China will improve its basic socialist economic system in the new era to promote the high-quality development of the economy.
China’s economy has shifted from a stage of rapid growth to a stage of high quality development, which requires deepening market-oriented reforms and the expansion of high-level opening-up, according to a guideline issued by the Communist Party of China Central Committee and the State Council.
According to the guideline, China vows to create an institutional environment supporting high-quality development of the non-public economy, and improve the implementation rules and specific measures to support private enterprises to enter the fields of electricity, oil and gas, etc.
It also stressed to greatly loosen market access for private enterprises to enter the services sector, release more development space to social capital and increase the supply of financial services for small- and medium-sized enterprises.
The country will also deepen reform of the capital market.

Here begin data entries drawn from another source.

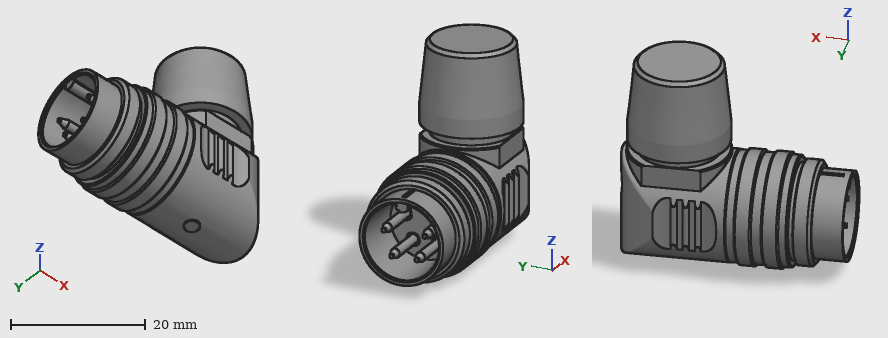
import cadquery as cq
import math

total_length = 34.55
mouth_x = 0.0
body_start_x = 17.55
body_radius = 8.5
elbow_radius = 8.55
elbow_axis_x = total_length - elbow_radius
cap_axis_x = 25.9
miter_fillet = 0.5

shell_radius = 6.8
collar_start_x = 4.63
collar_end_x = 7.43
collar_radius = 7.98
collar_chamfer = 0.5
collar_end_chamfer = 0.25
neck_radius = 7.4
sleeve_start_x = 8.05
sleeve_radius = 8.43
sleeve_chamfer = 0.2
ring_radius = 8.75
ring_starts_x = (9.35, 13.47)
ring_width = 2.65
ring_chamfer = 0.28

mouth_radius = 6.25
mouth_depth = 0.25
socket_radius = 6.0
socket_floor_radius = 5.7
socket_depth = 9.0
key_start_x = mouth_x + mouth_depth
key_radius = 1.1
key_center_z = 5.77
key_web_width = 1.8
key_web_start_z = 5.53
pin_circle_radius = 3.5
pin_angles = (18, 162, 234, 306)
pin_radius = 0.743
pin_bevel_radius = 0.65
pin_tip_radius = 0.35
pin_tip_x = 1.05
pin_taper_start_x = 1.28
pin_taper_end_x = 2.2
pin_bevel_end_x = 2.42
pin_recess_radius = 1.07
pin_recess_depth = 0.28
mark_start_x = 1.07
mark_width = 0.55
mark_height = 0.052

boss_radius = 7.88
boss_top_z = 8.95
boss_chamfer = 0.2
boss_flat_y = 6.5
cap_neck_radius = 6.25
cap_bottom_z = 10.55
cap_radius = 7.755
cap_taper_z = 13.47
cap_shoulder_z = 22.87
cap_shoulder_radius = 6.77
cap_top_z = 23.5
cap_top_radius = 6.2

grip_center_x = 23.5
grip_floor_y = 7.4
grip_rear_radius = 3.35
grip_front_radius = 3.0
grip_front_x = 26.22
grip_front_y = 7.32
rib_radius = 0.5
rib_pitch = 1.83
rib_count = 3

pocket_radius = 2.95
pocket_z = 3.45
pocket_floor_x = 33.5
button_x = 24.25
button_radius = 1.2
button_bottom_z = -8.67


def x_cylinder(radius, start_x, end_x, y=0.0, z=0.0):
    """Solid cylinder along X."""
    return cq.Workplane("YZ", origin=(start_x, y, z)).circle(radius).extrude(end_x - start_x)


def z_cylinder(radius, x, start_z, end_z):
    """Solid cylinder along Z, centred on y = 0."""
    return cq.Workplane("XY", origin=(x, 0, start_z)).circle(radius).extrude(end_z - start_z)


def revolve_about_x(points):
    """Solid turned about X from (x, radius) points that start and end on the axis."""
    return cq.Workplane("XY").polyline(points).close().revolve(360, (0, 0, 0), (1, 0, 0))


def make_elbow():
    """Horizontal barrel whose far end is rounded about a vertical axis, with rounded miters."""
    barrel = x_cylinder(body_radius, body_start_x, total_length + 0.35)
    outline = z_cylinder(elbow_radius, elbow_axis_x, -2 * body_radius, 2 * body_radius)
    straight = cq.Workplane("XY").box(
        elbow_axis_x - body_start_x, 4 * body_radius, 4 * body_radius
    ).translate(((elbow_axis_x + body_start_x) / 2, 0, 0))
    elbow = barrel.intersect(outline.union(straight))
    reach = 2 * body_radius
    miter_edges = cq.selectors.BoxSelector(
        (elbow_axis_x + 0.35, -reach, -reach), (total_length + 0.35, reach, reach), boundingbox=True
    )
    return elbow.edges(miter_edges).fillet(miter_fillet)


def cut_grips(body):
    """Scoop a ribbed finger grip into both sides of the elbow."""
    half_pitch_span = (rib_count - 1) / 2
    rear_x = grip_center_x - half_pitch_span * rib_pitch - rib_radius
    scoop = cq.Workplane("XY").box(
        grip_front_x - rear_x, body_radius, 2 * body_radius, centered=(False, False, True)
    ).translate((rear_x, grip_floor_y, 0))
    for radius, x, bottom_y in (
        (grip_rear_radius, rear_x, grip_floor_y),
        (grip_front_radius, grip_front_x, grip_front_y),
    ):
        end = z_cylinder(radius, x, -body_radius, body_radius)
        scoop = scoop.union(end.translate((0, bottom_y + radius, 0)))
    for i in range(rib_count):
        rib_x = grip_center_x + (i - half_pitch_span) * rib_pitch
        rib = z_cylinder(rib_radius, rib_x, -body_radius, body_radius)
        scoop = scoop.cut(rib.translate((0, grip_floor_y, 0)))
    return body.cut(scoop).cut(scoop.mirror("XZ"))


def make_cable_boss():
    """Round boss with two side flats that carries the cap."""
    boss = z_cylinder(boss_radius, cap_axis_x, 0, boss_top_z).faces(">Z").chamfer(boss_chamfer)
    flats = cq.Workplane("XY").box(4 * boss_radius, 2 * boss_flat_y, 4 * boss_top_z)
    return boss.intersect(flats.translate((cap_axis_x, 0, 0)))


def make_cap():
    """Clamping cap with its short neck, turned about the vertical axis."""
    neck_root_z = boss_top_z - 0.35
    profile = [
        (0, neck_root_z),
        (cap_neck_radius, neck_root_z),
        (cap_neck_radius, cap_bottom_z),
        (cap_radius, cap_bottom_z),
        (cap_radius, cap_taper_z),
        (cap_shoulder_radius, cap_shoulder_z),
        (cap_top_radius, cap_top_z),
        (0, cap_top_z),
    ]
    cap = cq.Workplane("XZ").polyline(profile).close().revolve(360, (0, 0, 0), (0, 1, 0))
    return cap.translate((cap_axis_x, 0, 0))


def make_sleeve():
    """Turned plug shell, collar and coupling sleeve with two raised rings."""
    profile = [
        (mouth_x, 0),
        (mouth_x, shell_radius),
        (collar_start_x, shell_radius),
        (collar_start_x, neck_radius),
        (collar_start_x + collar_chamfer, collar_radius),
        (collar_end_x - collar_end_chamfer, collar_radius),
        (collar_end_x, neck_radius),
        (sleeve_start_x, neck_radius),
        (sleeve_start_x, sleeve_radius - sleeve_chamfer),
        (sleeve_start_x + sleeve_chamfer, sleeve_radius),
    ]
    for start_x in ring_starts_x:
        end_x = start_x + ring_width
        profile += [
            (start_x, sleeve_radius),
            (start_x + ring_chamfer, ring_radius),
            (end_x - ring_chamfer, ring_radius),
            (end_x, sleeve_radius),
        ]
    profile += [
        (body_start_x - sleeve_chamfer, sleeve_radius),
        (body_start_x, sleeve_radius - sleeve_chamfer),
        (body_start_x, 0),
    ]
    return revolve_about_x(profile)


def make_socket():
    """Tapered round cavity with a shallow counterbored mouth."""
    return revolve_about_x([
        (mouth_x, 0),
        (mouth_x, mouth_radius),
        (mouth_x + mouth_depth, mouth_radius),
        (mouth_x + mouth_depth, socket_radius),
        (socket_depth, socket_floor_radius),
        (socket_depth, 0),
    ])


def make_key():
    """Rib along the top of the socket wall: a web with a wider rounded lower edge."""
    length = socket_depth - key_start_x
    web = cq.Workplane("XY").box(length, key_web_width, key_radius, centered=(False, True, False))
    web = web.translate((key_start_x, 0, key_web_start_z))
    space_above = cq.Workplane("XY").box(
        length, 4 * key_radius, 4 * key_radius, centered=(False, True, False)
    ).translate((key_start_x, 0, key_web_start_z))
    edge = x_cylinder(key_radius, key_start_x, socket_depth, z=key_center_z).cut(space_above)
    shell = x_cylinder((mouth_radius + shell_radius) / 2, key_start_x, socket_depth)
    socket_side = x_cylinder(socket_radius, key_start_x, socket_depth)
    return edge.union(web.intersect(socket_side)).intersect(shell)


def make_pin():
    """Contact pin on the X axis with a tapered tip, rooted below the socket floor."""
    root_x = socket_depth + 2 * pin_recess_depth
    return revolve_about_x([
        (pin_tip_x, 0),
        (pin_tip_x, pin_tip_radius),
        (pin_taper_start_x, pin_tip_radius),
        (pin_taper_end_x, pin_bevel_radius),
        (pin_bevel_end_x, pin_radius),
        (root_x, pin_radius),
        (root_x, 0),
    ])


def add_pins(body):
    """Set the pins on their circle, each in a shallow round recess of the socket floor."""
    recess_end_x = socket_depth + pin_recess_depth
    for angle in pin_angles:
        y = pin_circle_radius * math.cos(math.radians(angle))
        z = pin_circle_radius * math.sin(math.radians(angle))
        body = body.cut(x_cylinder(pin_recess_radius, socket_depth, recess_end_x, y, z))
        body = body.union(make_pin().translate((0, y, z)))
    return body


def make_mark():
    """Narrow raised line on top of the plug shell."""
    length = collar_start_x - mark_start_x
    bar = cq.Workplane("XY").box(length, mark_width, shell_radius, centered=(False, True, False))
    tube = x_cylinder(shell_radius + mark_height, mark_start_x, collar_start_x)
    core = x_cylinder(socket_radius + mark_height, mark_start_x, collar_start_x)
    bar = bar.translate((mark_start_x, 0, 2 * mark_height))
    return bar.intersect(tube.cut(core))


body = cut_grips(make_elbow())
body = body.union(make_cable_boss()).union(make_cap()).union(make_sleeve())
body = body.union(z_cylinder(button_radius, button_x, button_bottom_z, -body_radius / 2))
body = body.cut(x_cylinder(pocket_radius, pocket_floor_x, total_length + 0.35, z=pocket_z))
body = body.cut(make_socket()).union(make_key()).union(make_mark())
result = add_pins(body)

At the end of last month, China announced it will pilot a reform to fast track initial public offerings (IPOs) on Shenzhen’s start-up board ChiNext.
The guideline said China will continue to improve the market’s transparency and authenticity with information disclosure as its core.
China will continue to open up the economy by accelerating the establishment of free trade pilot zones and ports, and replicate reform outcomes on a larger scale, said the guideline.
The country will further establish the new port area of China (Shanghai) Pilot Free Trade Zone, giving it greater authority for independent development, reform and innovation.
Trade and investment liberalization and facilitation will be enhanced, and the construction of Hainan Free Trade Port will be steadily promoted.
Moreover, China will continue to improve a high-level open policy mechanism.
The country will host the China International Import Expo this year, increase the import of goods and services on a larger scale, reduce the overall tariffs, eliminate non-tariff trade barriers, substantially reduce the institutional costs of imports and exports process, and promote balanced development of trade.
It will promote the opening up of manufacturing, service, and agriculture, allow foreign investment to hold shares or ownership in more areas, and fully scrap restrictions outside the negative list of foreign investment.